### Goal of the exercise
Lines to restate from the data below: from the one containing "0.05, delta * 2)" to the one containing "#remove instance from active", both included. Give them again exactly, and only them.
━━ Record set
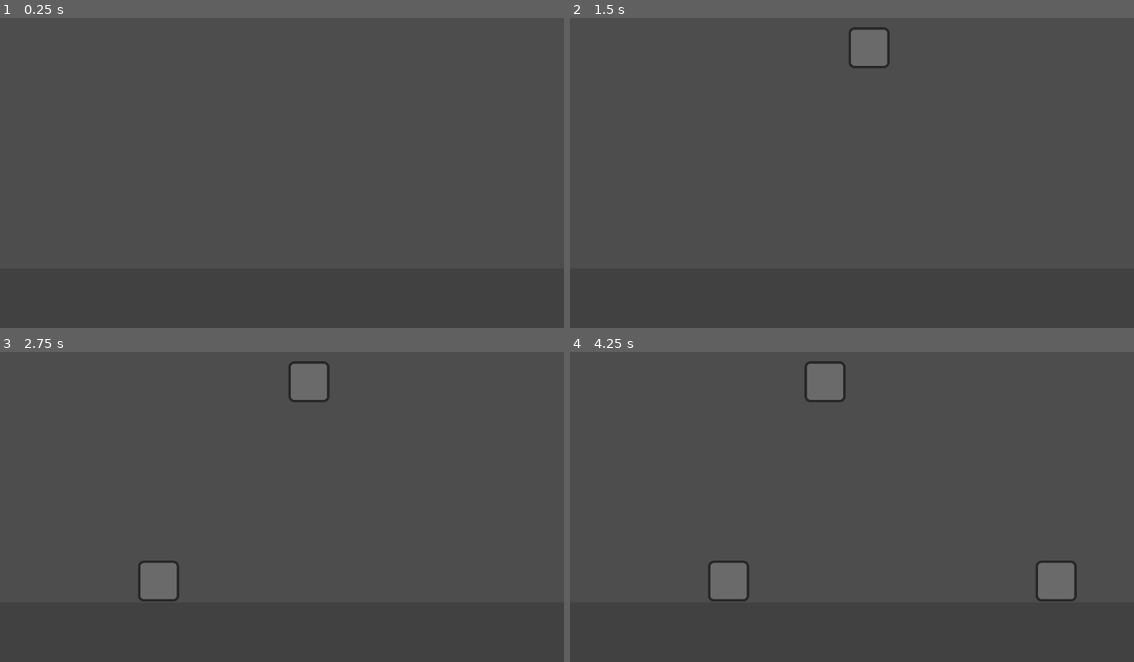
Above: before the commit, frames 1-4 (two rows, left to right).
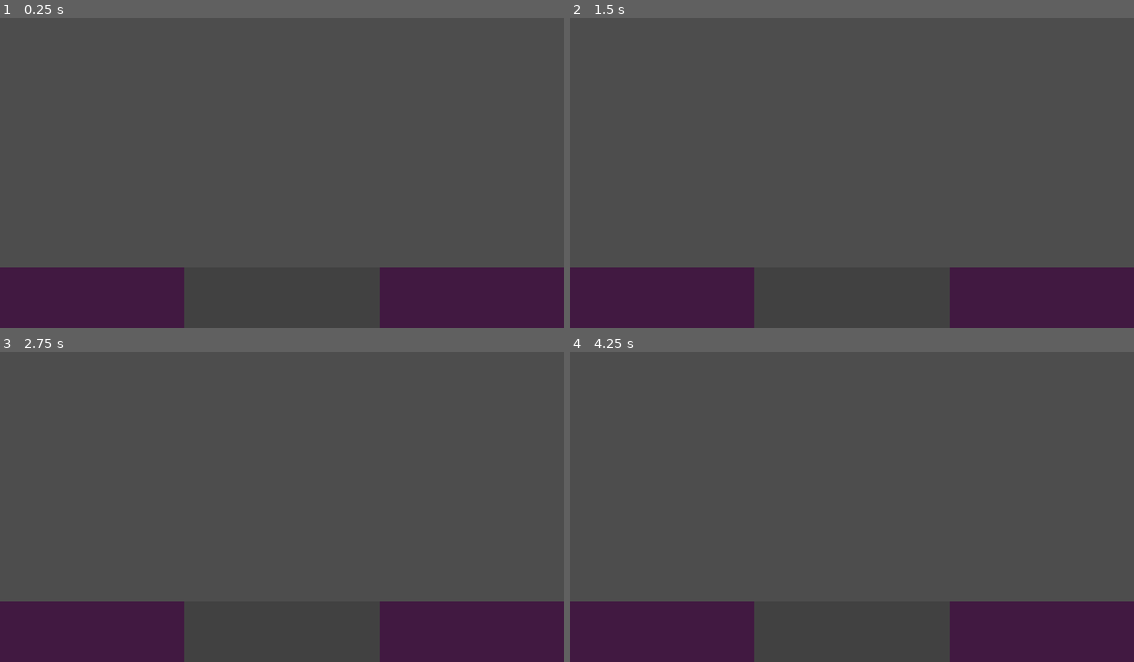
Above: after the commit, the same moments.

Repository: 3deric/Blockgame
Game: Godot game, scene res://scenes/gameLevel.tscn
The game is run twice, just before and just after one commit, with the same random seed, the same clock (stepped at 60 frames per second) and the same inputs.
Inputs:
- Up to frame 1 (0.25 s): no input
- Up to frame 2 (1.5 s): tap Enter at 0.5 s; hold Right (moveRight) 0.53-1.28 s; tap Space (placeInstance) at 0.6 s; tap Alt (rotateInstance, bound only after the commit) at 0.8, 1.35 s; hold Left (moveLeft) from 1.28 s (still down)
- Up to frame 3 (2.75 s): tap Space (placeInstance) at 1.55, 2.1 s; release Left (moveLeft) at 2.03 s; hold Right (moveRight) from 2.03 s (still down); tap Alt (rotateInstance, bound only after the commit) at 2.3 s
- Up to frame 4 (4.25 s): tap Alt (rotateInstance, bound only after the commit) at 2.85, 3.8 s; tap Space (placeInstance) at 3.05, 3.6 s; release Right (moveRight) at 3.53 s; hold Left (moveLeft) from 3.53 s (still down); tap W (debugEndGame, bound only after the commit) at 4.15 s

The runs differ from the first frame. In frame 1, 13% of the frame differs, in the area x 0-100%, y 80-100%; in frame 2, 14%; in frame 3, 15%; in frame 4, 15%, in the area x 0-100%, y 2-100%.

Commit message:
Added basic game logic, added rotation and movement of instances

Diff:
--- a/Blockgame/prefabs/instanceTest.tscn
+++ b/Blockgame/prefabs/instanceTest.tscn
@@ -8,6 +8,7 @@
 [node name="instanceTest" type="RigidBody2D"]
 freeze = true
 freeze_mode = 1
+continuous_cd = 1
 
 [node name="CollisionShape2D" type="CollisionShape2D" parent="."]
 shape = SubResource("RectangleShape2D_6ow6u")
--- a/Blockgame/project.godot
+++ b/Blockgame/project.godot
@@ -36,6 +36,21 @@
 "events": [null, Object(InputEventKey,"resource_local_to_scene":false,"resource_name":"","device":-1,"window_id":0,"alt …(188 unchanged characters)…
 ]
 }
+rotateInstance={
+"deadzone": 0.5,
+"events": [Object(InputEventKey,"resource_local_to_scene":false,"resource_name":"","device":-1,"window_id":0,"alt_pressed":false,"shift_pressed":false,"ctrl_pressed":false,"meta_pressed":false,"pressed":false,"keycode":0,"physical_keycode":4194328,"key_label":0,"unicode":0,"echo":false,"script":null)
+]
+}
+debugStartGame={
+"deadzone": 0.5,
+"events": [Object(InputEventKey,"resource_local_to_scene":false,"resource_name":"","device":-1,"window_id":0,"alt_pressed":false,"shift_pressed":false,"ctrl_pressed":false,"meta_pressed":false,"pressed":false,"keycode":0,"physical_keycode":81,"key_label":0,"unicode":113,"echo":false,"script":null)
+]
+}
+debugEndGame={
+"deadzone": 0.5,
+"events": [Object(InputEventKey,"resource_local_to_scene":false,"resource_name":"","device":-1,"window_id":0,"alt_pressed":false,"shift_pressed":false,"ctrl_pressed":false,"meta_pressed":false,"pressed":false,"keycode":0,"physical_keycode":87,"key_label":0,"unicode":119,"echo":false,"script":null)
+]
+}
 
 [rendering]
 
--- a/Blockgame/scenes/gameLevel.tscn
+++ b/Blockgame/scenes/gameLevel.tscn
@@ -1,25 +1,65 @@
-[gd_scene load_steps=5 format=3 uid="uid://dk11w7ogqig7f"]
+[gd_scene load_steps=6 format=3 uid="uid://dk11w7ogqig7f"]
 
 [ext_resource type="Script" path="res://scripts/gameLogic.gd" id="1_kjsau"]
 [ext_resource type="PackedScene" uid="uid://cx8nekcu4cmbx" path="res://prefabs/instanceTest.tscn" id="2_c527s"]
 [ext_resource type="Texture2D" uid="uid://gtfwsgimqbp1" path="res://textures/bg.png" id="3_fk3ep"]
 
-[sub_resource type="WorldBoundaryShape2D" id="WorldBoundaryShape2D_sq16m"]
+[sub_resource type="SegmentShape2D" id="SegmentShape2D_e2bu5"]
+a = Vector2(-200, 0)
+b = Vector2(200, 0)
+
+[sub_resource type="GDScript" id="GDScript_1seh5"]
+script/source = "extends StaticBody2D
+
+# Called when the node enters the scene tree for the first time.
+func _ready():
+	pass # Replace with function body.
+
+
+# Called every frame. 'delta' is the elapsed time since the previous frame.
+func _process(delta):
+	pass
+"
 
 [node name="scene" type="Node2D"]
 script = ExtResource("1_kjsau")
 instanceScene = ExtResource("2_c527s")
-speed = 300.0
+movementSpeed = 300.0
 
 [node name="Camera2D" type="Camera2D" parent="."]
 offset = Vector2(0, -200)
 
-[node name="StaticBody2D" type="StaticBody2D" parent="."]
+[node name="StaticBody2DCenter" type="StaticBody2D" parent="."]
 
-[node name="Sprite2D" type="Sprite2D" parent="StaticBody2D"]
-position = Vector2(0, 101)
-scale = Vector2(3.14, 0.495)
+[node name="Sprite2D" type="Sprite2D" parent="StaticBody2DCenter"]
+position = Vector2(0, 100)
+scale = Vector2(1, 0.5)
 texture = ExtResource("3_fk3ep")
 
-[node name="CollisionShape2D" type="CollisionShape2D" parent="StaticBody2D"]
-shape = SubResource("WorldBoundaryShape2D_sq16m")
+[node name="CollisionShape2D" type="CollisionShape2D" parent="StaticBody2DCenter"]
+shape = SubResource("SegmentShape2D_e2bu5")
+
+[node name="StaticBody2DLeft" type="StaticBody2D" parent="."]
+position = Vector2(-400, 0)
+script = SubResource("GDScript_1seh5")
+
+[node name="Sprite2D" type="Sprite2D" parent="StaticBody2DLeft"]
+modulate = Color(1, 0.384314, 1, 1)
+position = Vector2(0, 100)
+scale = Vector2(1, 0.5)
+texture = ExtResource("3_fk3ep")
+
+[node name="CollisionShape2D" type="CollisionShape2D" parent="StaticBody2DLeft"]
+shape = SubResource("SegmentShape2D_e2bu5")
+
+[node name="StaticBody2DRight" type="StaticBody2D" parent="."]
+position = Vector2(400, 0)
+
+[node name="Sprite2D" type="Sprite2D" parent="StaticBody2DRight"]
+modulate = Color(1, 0.384314, 1, 1)
+position = Vector2(0, 100)
+scale = Vector2(1, 0.5)
+texture = ExtResource("3_fk3ep")
+
+[node name="CollisionShape2D" type="CollisionShape2D" parent="StaticBody2DRight"]
+shape = SubResource("SegmentShape2D_e2bu5")
--- a/Blockgame/scripts/gameLogic.gd
+++ b/Blockgame/scripts/gameLogic.gd
@@ -1,7 +1,8 @@
 extends Node2D
 
 @export var instanceScene: Resource = null
-@export var speed: float = 10
+@export var rotationSpeed: float = 10
+@export var movementSpeed: float = 10
 
 var playing = false
 var time = 0.0
@@ -9,23 +10,48 @@
 var instances = []
 
 var input = 0
+var positionX: float = 0
+var speedX: float = 0
+var speedRot : float = 0
+var rot: float = 0
+
+var floorLeft = null
+var floorRight = null
 
 # Called when the node enters the scene tree for the first time.
 func _ready():
-	playing = true
-
+	_initLevel()
 # Called every frame. 'delta' is the elapsed time since the previous frame.
 func _process(delta):
-	time += delta
-	if (Input.is_action_just_pressed("placeInstance")):
-		_releaseInstance()
+	_inputHandler()
+	_gameLoop(delta)
+
+func _initLevel():
+	return
+
+func _gameLoop(delta):
+	if playing == true:
+		time += delta
 
 	if (instance == null and time > 1.0):
 		_placeInstance()
 
+	_movement(delta)
+	_rotation(delta)
+
+func _inputHandler():
+	if (Input.is_action_just_pressed("debugStartGame")):
+		_startGame()
+	if (Input.is_action_just_pressed("debugEndGame")):
+		_endGame()
+	#move instance left and right
 	input = int(Input.is_action_pressed("moveRight")) - int(Input.is_action_pressed("moveLeft"))
-
-	_movement(delta)
+	#place instance when space key is predded
+	if (Input.is_action_just_pressed("placeInstance")):
+		_releaseInstance()
+	#rotate instance when alt key is pressed
+	if (Input.is_action_just_pressed("rotateInstance")):
+		rot += PI / 4
 
 func _placeInstance():
 	if(playing == false or instance != null):
@@ -37,11 +63,17 @@
 func _movement(delta):
 	if(instance == null):
 		return
-	#var posX = instance.position.x
-	#var targetX = posX + input
-	#spdX = lerp(spdX,(targetX - posX) * 0.5, delta * 25)
-	#print (spdX)
-	instance.position.x += input * delta * speed
+	positionX += input * delta * movementSpeed
+	var currentPositionX = instance.position.x
+	speedX = lerp(speedX, (positionX - currentPositionX) * 0.05, delta * 2)
+	instance.position.x += speedX
+
+func _rotation(delta):
+	if(instance == null):
+		return
+	var currentRotation = instance.rotation
+	speedRot = lerp(speedRot, (rot - currentRotation) * 0.1, delta *10)
+	instance.rotation += speedRot
 
 func _releaseInstance():
 	if(instance == null):
@@ -55,3 +87,18 @@
 	#remove instance from active
 	instance = null
 	time = 0.0
+	positionX = 0
+	speedX = 0
+	speedRot = 0
+	rot = 0
+
+func _startGame():
+	playing = true
+	time = 0.0
+	return
+
+func _endGame():
+	playing = false
+	for placedInstance in instances:
+		remove_child(placedInstance)
+	remove_child(instance)
━━━━
### Written response
+	speedX = lerp(speedX, (positionX - currentPositionX) * 0.05, delta * 2)
+	instance.position.x += speedX
+
+func _rotation(delta):
+	if(instance == null):
+		return
+	var currentRotation = instance.rotation
+	speedRot = lerp(speedRot, (rot - currentRotation) * 0.1, delta *10)
+	instance.rotation += speedRot
 
 func _releaseInstance():
 	if(instance == null):
@@ -55,3 +87,18 @@
 	#remove instance from active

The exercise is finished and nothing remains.